Und das sucht man ja, weil die Gegenwart mit ihren Krisen und Veränderungen wie ein Brausewind über uns hinweg fegt. Das will man ja, weil es immer einfacher ist, in der Vergangenheit nach Verlorenem zu suchen als in der Zukunft nach Lösungen. Darauf einigt man sich gerade, nicht nur im RBB und bei den Menschen, die am Samstagvormittag zwischen 11 Uhr und 14 Uhr die Live-Übertragung so einer Hochzeit anschauen. Sondern auch bei jener Mittelschicht, die lieber Fontane liest als fernsieht. Wer durch die Mark Brandenburg wandert, so der Gedanke, der klaut uns wenigstens nicht als Hedgefond-Gierschlund unser Geld. Hier reichen sich der Neo-Wilhelminismus der Yello Press und der Antikapitalismus der Besserverdienenden lachend die Hand.

Ein Clown unter anderen

Der Adlige als besserer Mensch, diese absurde, geschichtsvergessene Volte prägte schon die Diskussion um den Widerstand im Dritten Reich. Jetzt kehrt dieser Gedanke wieder, dieses Mal verpackt ins Kostüm einer konservativen Kritik an der Moderne. "Wir haben uns verführen lassen, wir haben uns benutzen lassen", so klingen die Selbstbezichtigungen, die tatsächlich Ehrenrettungen sein sollen: Es war der Neoliberalismus, nicht der Konservativismus, der all das Elend mit den Aktien und den Märkten und überhaupt angerichtet hat. Wir waren im Grunde immer dagegen. Wir waren wieder mal das bessere Deutschland. Die Moderne wird dabei, wie gerade in der aktuellen "Zeit"-Titelgeschichte, als Nasenbär durch die Arena gezerrt, als Ekelobjekt einer Schicht, die sich ihr gutes Gewissen, so stand es dort, "leisten kann".

Und deshalb ist es schon gut, dass der RBB viel Zeit und Geld dafür verschwendet, den Kaiser zu verheiraten, also den Ururenkel vom Wilhelm Zwo.

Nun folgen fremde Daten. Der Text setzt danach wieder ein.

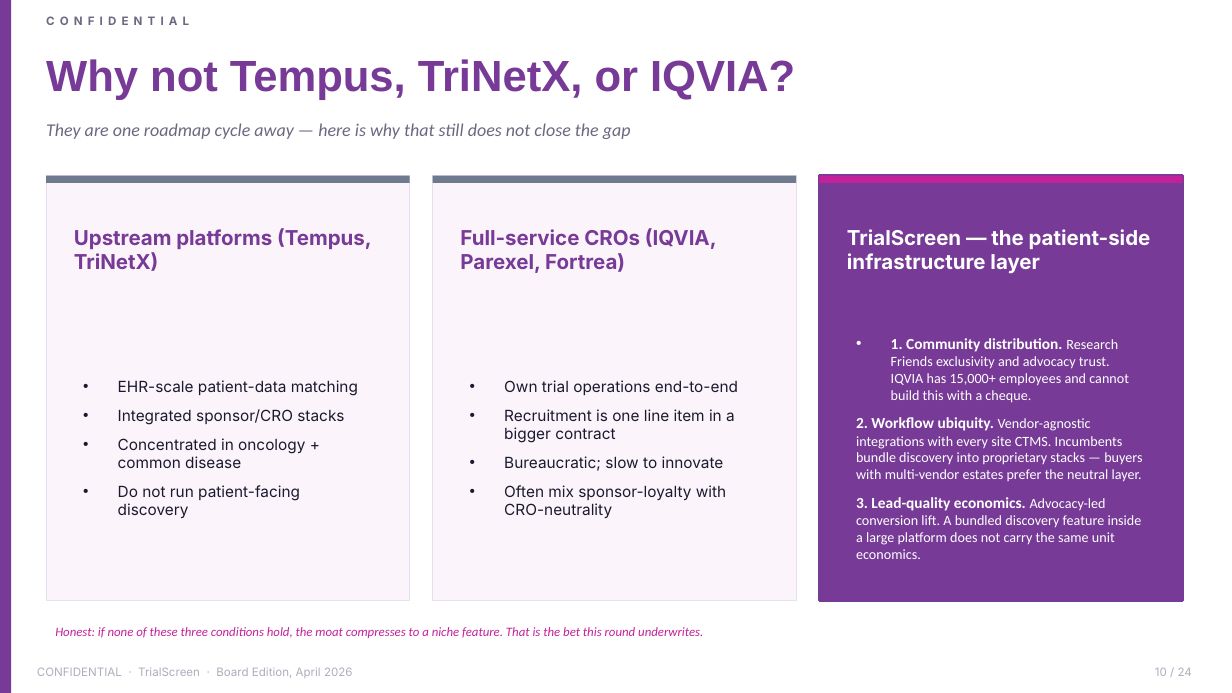
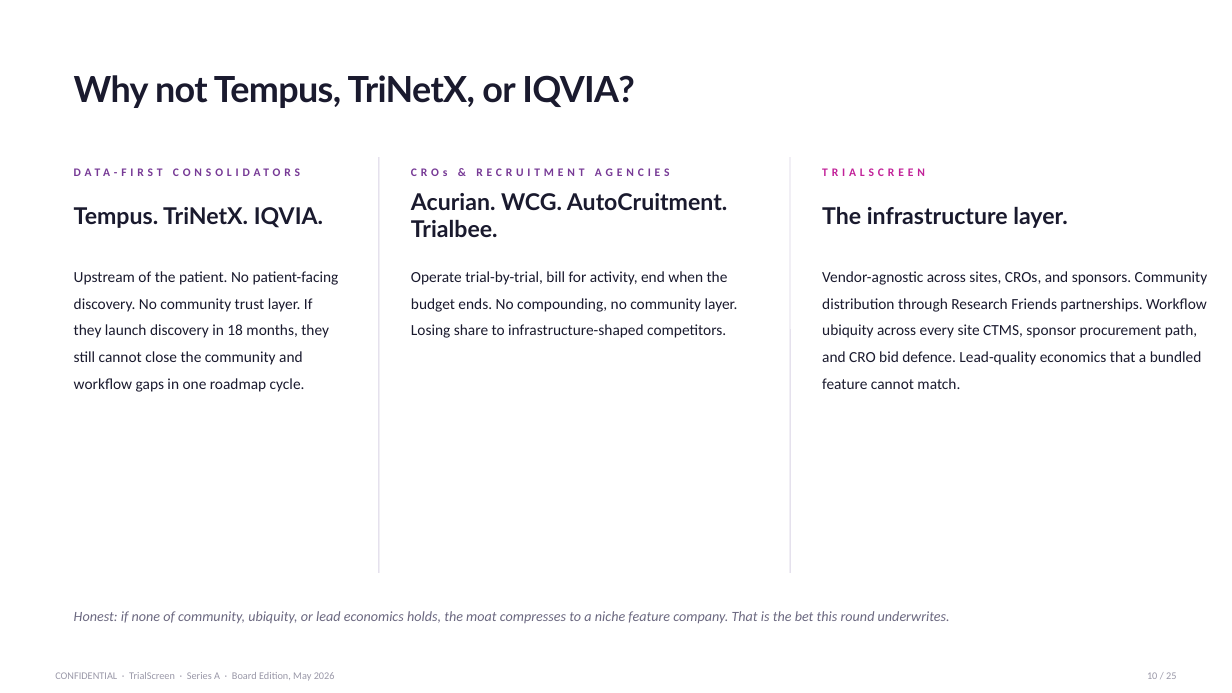
Before and after one commit to akamu47/trialscreen-board-pack, a slide deck: slide 10 of documents/TrialScreen_SeriesA_Deck.pptx (slide 11 before the commit). Drawn at 1232x693 pixels with LibreOffice and Linux fonts; fonts in the diff are those of the drawing. Boxes give left, top, right and bottom in pixels: in the first picture for what was removed or moved away, otherwise in the second. Text is boxed around its words. In the diff, an @@ line names an element or a change of style, - is before the commit and + after.

Commit message:
Series A deck v2 \u2014 editorial rebuild
Responding to Hugo's feedback that the v1 deck felt too grid-like, blocky,
and AI-generated. Content unchanged; layout fully reworked.

What changed:
- Every slide now has a distinct shape \u2014 no repeating 2x2 grids, no repeated magenta-stripe lilac cards, no numbered chevron strips, no bottom punchline bar.
- Typographic scale expanded (32pt prose titles to 72pt hero numbers) so titles vary with content weight, not template.
- Ten asymmetric layout shapes (A-J) distributed so no two consecutive slides share one.
- 5 rest-beat slides with \u226420 words of body. 3 slides are pure type on white.
- Tables stripped to thin neutral rules; no heavy purple header fills, no lilac alt rows.
- Cover and close remain dark; rest of the deck is white with disciplined purple + a single magenta inline emphasis per ~3 slides.
- CONFIDENTIAL kicker removed from content slides; kept only in the footer strip.

Previous v1 archived to documents/_archive/TrialScreen_SeriesA_Deck_v1.pptx.

```diff
--- a/documents/TrialScreen_SeriesA_Deck.pptx
+++ b/documents/TrialScreen_SeriesA_Deck.pptx
@@ rectangle removed at box(0, 0, 11, 693) @@
@@ text "Why not Tempus, TriNetX, or ...": place and size @@
-text "Why not Tempus, TriNetX, or ..." at box(46, 59, 795, 100)
+text "Why not Tempus, TriNetX, or ..." at box(74, 75, 634, 108)
@@ text "Why not Tempus, TriNetX, or ..." at box(74, 75, 634, 108): size 34 to 28 pt, font Arial to Lato, text colour #773A96 to #1A1A2E, letter spacing 0 to -0.5 pt @@
@@ rectangle removed at box(46, 176, 409, 601) @@
@@ rectangle removed at box(46, 176, 409, 183) @@
@@ text added at box(74, 168, 118, 176), 9 pt, text #773A96, bold @@
+DATA-FIRST CONSOLIDATORS
@@ line added from (379, 157) to (379, 573), #D8D2E4 0.75 pt @@
@@ text added at box(411, 168, 670, 176), 9 pt, text #773A96, bold @@
+CROs & RECRUITMENT AGENCIES
@@ rectangle removed at box(433, 176, 796, 601) @@
@@ rectangle removed at box(433, 176, 796, 183) @@
@@ line added from (790, 157) to (790, 573), #D8D2E4 0.75 pt @@
@@ rectangle removed at box(820, 176, 1183, 601) @@
@@ rectangle removed at box(820, 176, 1183, 183) @@
@@ text added at box(822, 168, 925, 176), 9 pt, text #C22299, bold @@
+TRIALSCREEN
@@ text at box(74, 207, 323, 228): text changed; size 16 to 18 pt; font Inter to Lato; text colour #773A96 to #1A1A2E @@
-Upstream platforms (Tempus, TriNetX)
+Tempus. TriNetX. IQVIA.
@@ text added at box(411, 193, 727, 237), 18 pt, text #1A1A2E, bold @@
+Acurian. WCG. AutoCruitment. Trialbee.
@@ text at box(822, 207, 1067, 228): text changed; size 16 to 18 pt; font Inter to Lato; text colour #FFFFFF to #1A1A2E @@
-TrialScreen — the patient-side infrastructure layer
+The infrastructure layer.
@@ text removed at box(460, 228, 717, 273) @@
-Full-service CROs (IQVIA, Parexel, Fortrea)
@@ text "Upstream of the patient. No ..." at box(74, 271, 339, 392): vertical alignment middle to top @@
@@ text at box(74, 271, 339, 392): text changed; size 14 to 12 pt; text colour #6B6880 to #1A1A2E; italic off @@
-They are one roadmap cycle away — here is why that still does not close the gap
+Upstream of the patient. No patient-facing discovery. No community trust layer. If they launch discovery in 18 months, they still cannot close the community and workflow gaps in one roadmap cycle.
@@ text added at box(411, 271, 738, 338), 12 pt, text #1A1A2E @@
+Operate trial-by-trial, bill for activity, end when the budget ends. No compounding, no community layer. Losing share to infrastructure-shaped competitors.
@@ text added at box(822, 271, 1208, 389), 12 pt, text #1A1A2E @@
+Vendor-agnostic across sites, CROs, and sponsors. Community distribution through Research Friends partnerships. Workflow ubiquity across every site CTMS, sponsor procurement path, and CRO bid defence. Lead-quality economics that a bundled feature cannot match.
@@ text removed at box(856, 338, 1142, 559) @@
-• 1. Community distribution. Research Friends exclusivity and advocacy trust. IQVIA has 15,000+ employees and cannot build this with a cheque.
-2. Workflow ubiquity. Vendor-agnostic integrations with every site CTMS. Incumbents bundle discovery into proprietary stacks — buyers with multi-vendor estates prefer the neutral layer.
-3. Lead-quality economics. Advocacy-led conversion lift. A bundled discovery feature inside a large platform does not carry the same unit economics.
@@ text removed at box(118, 380, 358, 518) @@
-• EHR-scale patient-data matching
-• Integrated sponsor/CRO stacks
-• Concentrated in oncology + common disease
-• Do not run patient-facing discovery
@@ text removed at box(504, 380, 738, 518) @@
-• Own trial operations end-to-end
-• Recruitment is one line item in a bigger contract
-• Bureaucratic; slow to innovate
-• Often mix sponsor-loyalty with CRO-neutrality
@@ text at box(74, 611, 950, 623): text changed; size 10 to 11 pt; text colour #C22299 to #6B6880 @@
-Honest: if none of these three conditions hold, the moat compresses to a niche feature. That is the bet this round underwrites.
+Honest: if none of community, ubiquity, or lead economics holds, the moat compresses to a niche feature company. That is the bet this round underwrites.
@@ text removed at box(37, 668, 122, 676) @@
-CONFIDENTIAL
@@ text at box(55, 672, 335, 681): text changed; size 9 to 8 pt; font Inter to Calibri; text colour #B0ADBD to #9A98A8 @@
-CONFIDENTIAL · TrialScreen · Board Edition, April 2026
+CONFIDENTIAL · TrialScreen · Series A · Board Edition, May 2026
@@ text at box(1147, 672, 1176, 679): text changed; size 9 to 8 pt; font Inter to Calibri; text colour #B0ADBD to #9A98A8 @@
-10 / 24
+10 / 25
```
Also in this commit, not shown: 13 other slides changed, 11 slides added, 11 slides removed, 2 other files.

Sollen sie doch ihre Re-Borussifizierung abfeiern. Sollen sie doch sehen, wo sie mit einem Antimodernismus hinkommen für all die, "die es sich leisten können". Die Männer werden Cut tragen, die Frauen Hüte, die RBB-Kommentatoren werden atemlos sein und stramm stehen.

Mein Freund, der Flötenspieler, wird an diesem Samstag aber wahrscheinlich nicht vor Sanssouci stehen. Er würde stören. Dabei wäre er nur ein Clown unter anderen.